# fun with python 2.7



## PMc (Dec 6, 2020)

Something I recently figured:

Ruby-on-Rails does require something called webpacker, which again does require node-sass, currently version 4.14.
That one depends on node, and is provided as a precompiled binary, respective of the node version. For FreeBSD, node-14 is not supported, only node-12 and 13. Node-13 is not available on FreeBSD, and node-12 depends on python 2.7.

If there is no binary available, node-sass will automatically build locally (lengthening the deploy time) - supported or not. For this it requires node-gyp, in the version 3.8, and this again requires python 2.7.

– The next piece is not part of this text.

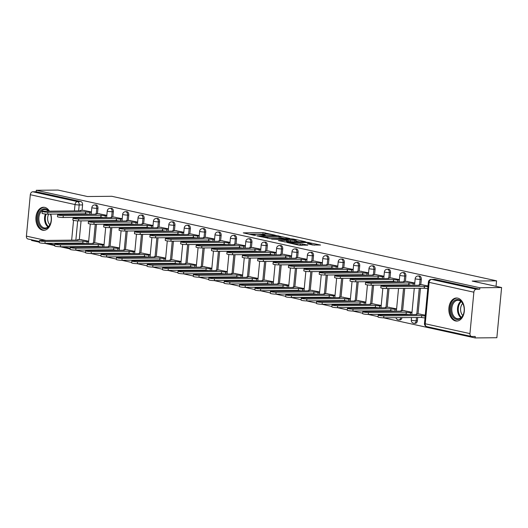 <?xml version="1.0" encoding="UTF-8"?>
<svg xmlns="http://www.w3.org/2000/svg" width="528" height="528" viewBox="0 0 528 528"><rect width="100%" height="100%" fill="white"/><g stroke="black" fill="none" stroke-linecap="round" stroke-linejoin="round"><path stroke-width="0.79" d="M275.319 235.224L263.056 232.604L243.276 232.868L253.942 235.277L255.704 235.363L254.107 234.967A4.646 0.528 5.4 0 1 252.919 234.498A4.646 0.528 5.4 0 1 254.443 234.254L256.054 234.241A4.646 0.528 5.4 0 1 262.581 234.887L265.346 235.316L264.086 234.868A4.646 0.528 5.4 0 1 262.891 234.399A4.646 0.528 5.4 0 1 264.416 234.155L266.026 234.142A4.646 0.528 5.4 0 1 272.56 234.788L275.319 235.224M49.447 211.16A11.537 7.775 -90.6 0 0 44.735 207.379A11.537 7.775 -90.6 0 0 43.54 207.253A11.537 7.775 -90.6 0 0 35.897 217.978A11.537 7.775 -90.6 0 0 42.577 230.201A11.537 7.775 -90.6 0 0 43.771 230.327A11.537 7.775 -90.6 0 0 50.728 214.091M457.69 298.122A11.537 7.775 -90.6 0 0 456.496 298.003A11.537 7.775 -90.6 0 0 448.853 308.728A11.537 7.775 -90.6 0 0 455.532 320.945A11.537 7.775 -90.6 0 0 456.72 321.07A11.537 7.775 -90.6 0 0 464.369 310.345A11.537 7.775 -90.6 0 0 457.69 298.122M312.616 244.979L320.549 245.051L306.702 242.194L286.915 242.458L298.723 245.117L307.784 245.177L302.518 243.956L297.231 243.784A3.881 0.442 5.4 0 1 293.053 243.474A3.881 0.442 5.4 0 1 290.776 242.854A3.881 0.442 5.4 0 1 292.05 242.649L304.762 242.524A3.881 0.442 5.4 0 1 308.939 242.84A3.881 0.442 5.4 0 1 311.216 243.454A3.881 0.442 5.4 0 1 309.943 243.659L307.349 243.758L312.616 244.979M36.3 190.278L58.047 190.067L87.463 196.528L111.83 196.291L496.558 280.837L472.19 281.074L501.6 287.536L479.853 287.753L36.3 190.278L36.161 191.743L32.776 191.776L77.484 201.604A2.957 1.993 89.4 0 1 79.187 204.963L78.626 210.877M289.945 238.511L276.573 235.574L256.786 235.838L270.633 238.696L289.945 238.511M293.68 239.085L305.481 241.745L285.701 242.009L278.395 240.583L287.179 240.352L283.556 239.494L271.676 239.125L291.641 238.88L293.68 239.085L293.641 239.501M501.6 287.536L496.855 337.722L475.108 337.933L383.585 317.823M31.621 239.804L31.561 240.464L39.336 242.167M44.854 243.382L54.734 245.553M60.251 246.767L70.125 248.939M75.649 250.153L85.523 252.318M91.047 253.532L100.921 255.704M106.445 256.918L116.318 259.09M121.843 260.304L131.716 262.469M137.234 263.683L147.114 265.855M152.632 267.069L162.512 269.24M168.029 270.455L177.91 272.62M183.427 273.834L193.301 276.005M198.825 277.22L208.699 279.391M214.223 280.599L224.096 282.77M229.621 283.985L239.494 286.156M245.018 287.371L254.892 289.542M260.41 290.75L270.29 292.921M275.807 294.136L285.688 296.307M291.205 297.521L301.085 299.693M306.603 300.901L316.477 303.072M322.001 304.286L331.874 306.458M337.399 307.672L347.272 309.844M352.796 311.051L362.67 313.223M368.194 314.437L378.068 316.609M479.853 287.753L479.714 289.219L476.329 289.252A2.957 2.158 102.4 0 0 473.867 292.195L469.953 333.597A2.957 2.158 102.4 0 0 471.504 336.468A2.957 2.158 102.4 0 0 471.86 336.501L475.246 336.468L475.108 337.933M36.161 191.743L80.876 201.571A2.957 1.993 89.4 0 1 82.573 204.93L82.058 210.355M81.734 213.787L81.675 214.381M81.398 217.325L81.345 217.919M81.068 220.862L79.292 239.613M78.969 243.045L78.91 243.639M39.395 241.507L27.951 238.993A2.957 2.158 -77.6 0 1 26.4 236.128L30.314 194.726A2.957 2.158 -77.6 0 1 32.776 191.776M106.834 215.338L98.769 213.728M104.069 244.596L96.004 242.986M122.232 218.724L114.16 217.107M119.467 247.982L111.395 246.371M137.63 222.103L129.558 220.493M134.864 251.368L126.793 249.751M153.028 225.489L144.956 223.879M150.262 254.747L142.19 253.136M168.419 228.875L160.354 227.258M165.653 258.133L157.588 256.522M183.817 232.254L175.751 230.644M181.051 261.518L172.986 259.901M199.214 235.64L191.149 234.029M196.449 264.898L188.384 263.287M214.612 239.026L206.547 237.409M211.847 268.283L203.782 266.673M230.01 242.405L221.945 240.794M227.245 271.669L219.179 270.052M245.408 245.791L237.336 244.18M242.642 275.048L234.571 273.438M260.806 249.176L252.734 247.559M258.04 278.434L249.968 276.824M276.203 252.556L268.132 250.945M273.431 281.82L265.366 280.203M291.595 255.941L283.529 254.331M288.829 285.199L280.764 283.589M306.992 259.327L298.927 257.71M304.227 288.585L296.162 286.975M322.39 262.706L314.325 261.096M319.625 291.964L311.56 290.354M337.788 266.092L329.723 264.482M335.023 295.35L326.957 293.74M353.186 269.471L345.121 267.861M350.42 298.736L342.355 297.125M368.584 272.857L360.512 271.247M365.818 302.115L357.746 300.505M383.981 276.243L375.91 274.633M381.216 305.501L373.144 303.89M399.379 279.622L391.307 278.012M396.607 308.887L388.542 307.276M414.77 283.008L406.705 281.398M412.005 312.266L403.94 310.655M428.03 285.925L422.103 284.783M425.264 315.183L419.338 314.041M421.304 279.365L420.103 279.378A2.957 1.993 89.4 0 0 418.097 275.986L419.305 275.972A2.957 1.993 -90.6 0 1 421.304 279.365L420.79 284.79M420.466 288.229L418.024 314.054M417.701 317.486L417.391 320.767L416.189 320.78A2.957 1.993 89.4 0 1 414.242 323.308A2.957 1.993 89.4 0 1 413.939 323.275M405.907 275.986L404.705 275.992A2.957 1.993 89.4 0 0 402.706 272.6L403.907 272.593A2.957 1.993 -90.6 0 1 405.907 275.986L405.392 281.411M405.068 284.843L405.016 285.437M404.738 288.38L402.626 310.669M402.303 314.101L402.25 314.695M390.509 272.6L389.308 272.613A2.957 1.993 89.4 0 0 387.308 269.221L388.509 269.207A2.957 1.993 -90.6 0 1 390.509 272.6L390.001 278.025M389.671 281.457L389.618 282.051M389.341 284.995L389.281 285.589M389.004 288.532L387.229 307.283M386.905 310.721L386.852 311.309M375.111 269.214L373.91 269.227A2.957 1.993 89.4 0 0 371.91 265.835L373.111 265.822A2.957 1.993 -90.6 0 1 375.111 269.214L374.603 274.646M374.279 278.078L374.22 278.665M373.943 281.615L373.883 282.209M373.606 285.153L371.837 303.904M371.507 307.336L371.455 307.93M359.72 265.835L358.512 265.841A2.957 1.993 89.4 0 0 356.512 262.456L357.713 262.442A2.957 1.993 -90.6 0 1 359.72 265.835L359.205 271.26M358.882 274.692L358.822 275.286M358.545 278.23L358.486 278.824M358.208 281.767L356.44 300.518M356.116 303.95L356.057 304.544M344.322 262.449L343.121 262.462A2.957 1.993 89.4 0 0 341.114 259.07L342.316 259.057A2.957 1.993 -90.6 0 1 344.322 262.449L343.807 267.874M343.484 271.306L343.424 271.9M343.147 274.844L343.094 275.438M342.811 278.388L341.042 297.139M340.718 300.571L340.659 301.165M328.924 259.063L327.723 259.076A2.957 1.993 89.4 0 0 325.717 255.684L326.918 255.671A2.957 1.993 -90.6 0 1 328.924 259.063L328.409 264.495M328.086 267.927L328.027 268.521M327.749 271.465L327.697 272.059M327.419 275.002L325.644 293.753M325.321 297.185L325.261 297.779M313.526 255.684L312.325 255.691A2.957 1.993 89.4 0 0 310.319 252.305L311.52 252.292A2.957 1.993 -90.6 0 1 313.526 255.684L313.012 261.109M312.688 264.541L312.635 265.135M312.352 268.079L312.299 268.673M312.022 271.616L310.246 290.367M309.923 293.799L309.863 294.393M298.129 252.298L296.927 252.311A2.957 1.993 89.4 0 0 294.921 248.919L296.129 248.906A2.957 1.993 -90.6 0 1 298.129 252.298L297.614 257.723M297.29 261.155L297.238 261.749M296.954 264.693L296.901 265.287M296.624 268.237L294.848 286.988M294.525 290.42L294.472 291.014M282.731 248.912L281.53 248.926A2.957 1.993 89.4 0 0 279.53 245.533L280.731 245.52A2.957 1.993 -90.6 0 1 282.731 248.912L282.216 254.344M281.893 257.776L281.84 258.37M281.563 261.314L281.503 261.908M281.226 264.851L279.451 283.602M279.127 287.034L279.074 287.628M267.333 245.533L266.132 245.54A2.957 1.993 89.4 0 0 264.132 242.154L265.333 242.141A2.957 1.993 -90.6 0 1 267.333 245.533L266.825 250.958M266.495 254.39L266.442 254.984M266.165 257.928L266.105 258.522M265.828 261.466L264.059 280.216M263.729 283.648L263.677 284.242M251.935 242.147L250.734 242.161A2.957 1.993 89.4 0 0 248.734 238.768L249.935 238.755A2.957 1.993 -90.6 0 1 251.935 242.147L251.427 247.573M251.104 251.005L251.044 251.599M250.767 254.542L250.708 255.136M250.43 258.086L248.662 276.837M248.332 280.269L248.279 280.863M236.544 238.762L235.336 238.775A2.957 1.993 89.4 0 0 233.336 235.382L234.538 235.369A2.957 1.993 -90.6 0 1 236.544 238.762L236.029 244.193M235.706 247.625L235.646 248.219M235.369 251.163L235.31 251.757M235.033 254.701L233.264 273.451M232.94 276.883L232.881 277.477M221.146 235.382L219.945 235.396A2.957 1.993 89.4 0 0 217.939 232.003L219.14 231.99A2.957 1.993 -90.6 0 1 221.146 235.382L220.631 240.808M220.308 244.24L220.249 244.834M219.971 247.777L219.919 248.371M219.635 251.315L217.866 270.065M217.543 273.497L217.483 274.091M205.748 231.997L204.547 232.01A2.957 1.993 89.4 0 0 202.541 228.617L203.742 228.604A2.957 1.993 -90.6 0 1 205.748 231.997L205.234 237.422M204.91 240.854L204.851 241.448M204.574 244.398L204.521 244.985M204.244 247.936L202.468 266.686M202.145 270.118L202.085 270.712M190.351 228.611L189.149 228.624A2.957 1.993 89.4 0 0 187.143 225.232L188.344 225.225A2.957 1.993 -90.6 0 1 190.351 228.611L189.836 234.043M189.512 237.475L189.46 238.069M189.176 241.012L189.123 241.606M188.846 244.55L187.07 263.3M186.747 266.732L186.688 267.326M174.953 225.232L173.752 225.245A2.957 1.993 89.4 0 0 171.745 221.852L172.953 221.839A2.957 1.993 -90.6 0 1 174.953 225.232L174.438 230.657M174.115 234.089L174.062 234.683M173.778 237.626L173.725 238.22M173.448 241.164L171.673 259.915M171.349 263.347L171.296 263.941M159.555 221.846L158.354 221.859A2.957 1.993 89.4 0 0 156.354 218.467L157.555 218.453A2.957 1.993 -90.6 0 1 159.555 221.846L159.04 227.271M158.717 230.703L158.664 231.297M158.387 234.247L158.327 234.835M158.05 237.785L156.275 256.535M155.951 259.967L155.899 260.561M144.157 218.46L142.956 218.473A2.957 1.993 89.4 0 0 140.956 215.081L142.157 215.074A2.957 1.993 -90.6 0 1 144.157 218.46L143.649 223.892M143.319 227.324L143.266 227.918M142.989 230.861L142.93 231.455M142.652 234.399L140.884 253.15M140.554 256.582L140.501 257.176M128.759 215.081L127.558 215.094A2.957 1.993 89.4 0 0 125.558 211.702L126.76 211.688A2.957 1.993 -90.6 0 1 128.759 215.081L128.251 220.506M127.928 223.938L127.868 224.532M127.591 227.476L127.532 228.07M127.255 231.013L125.486 249.764M125.156 253.196L125.103 253.79M113.368 211.695L112.16 211.708A2.957 1.993 89.4 0 0 110.161 208.316L111.362 208.303A2.957 1.993 -90.6 0 1 113.368 211.695L112.853 217.12M112.53 220.552L112.471 221.146M112.193 224.096L112.141 224.684M111.857 227.634L110.088 246.385M109.765 249.817L109.705 250.411M97.97 208.309L96.769 208.322A2.957 1.993 89.4 0 0 94.763 204.93L95.964 204.923A2.957 1.993 -90.6 0 1 97.97 208.309L97.456 213.741M97.132 217.173L97.073 217.767M96.796 220.711L96.743 221.305M96.459 224.248L94.69 242.999M94.367 246.431L94.307 247.025M496.558 280.837L496.043 286.315M91.436 211.952L83.371 210.342M88.671 241.217L80.606 239.6M415.14 323.261A2.957 1.993 -90.6 0 0 415.444 323.294A2.957 1.993 -90.6 0 0 417.391 320.767M399.742 319.876A2.957 1.993 -90.6 0 0 400.046 319.909A2.957 1.993 -90.6 0 0 401.96 317.638M386.423 314.853A2.957 1.993 -90.6 0 0 386.562 314.259M371.032 311.467A2.957 1.993 -90.6 0 0 371.171 310.873M355.634 308.081A2.957 1.993 -90.6 0 0 355.773 307.487M340.237 304.702A2.957 1.993 -90.6 0 0 340.375 304.108M324.839 301.316A2.957 1.993 -90.6 0 0 324.977 300.722M309.441 297.931A2.957 1.993 -90.6 0 0 309.58 297.337M294.043 294.551A2.957 1.993 -90.6 0 0 294.182 293.957M278.645 291.166A2.957 1.993 -90.6 0 0 278.784 290.572M263.248 287.78A2.957 1.993 -90.6 0 0 263.386 287.186M247.856 284.401A2.957 1.993 -90.6 0 0 247.995 283.807M232.459 281.015A2.957 1.993 -90.6 0 0 232.597 280.421M217.061 277.629A2.957 1.993 -90.6 0 0 217.199 277.042M201.663 274.25A2.957 1.993 -90.6 0 0 201.802 273.656M186.265 270.864A2.957 1.993 -90.6 0 0 186.404 270.27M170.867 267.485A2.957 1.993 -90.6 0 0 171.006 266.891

There are newer node-gyp probably not requiring python-2, and there is a node-sass 5.0 that does use these (node-14 and 15 also not supported on FreeBSD). Now lets see how long it will take until the whole daisy-chain will establish that. I might suppose, longer than december, because we already have december.

If this may finally come to some kind of fruition, when are people expected to do the testing of their applications with new software versions? At christmas?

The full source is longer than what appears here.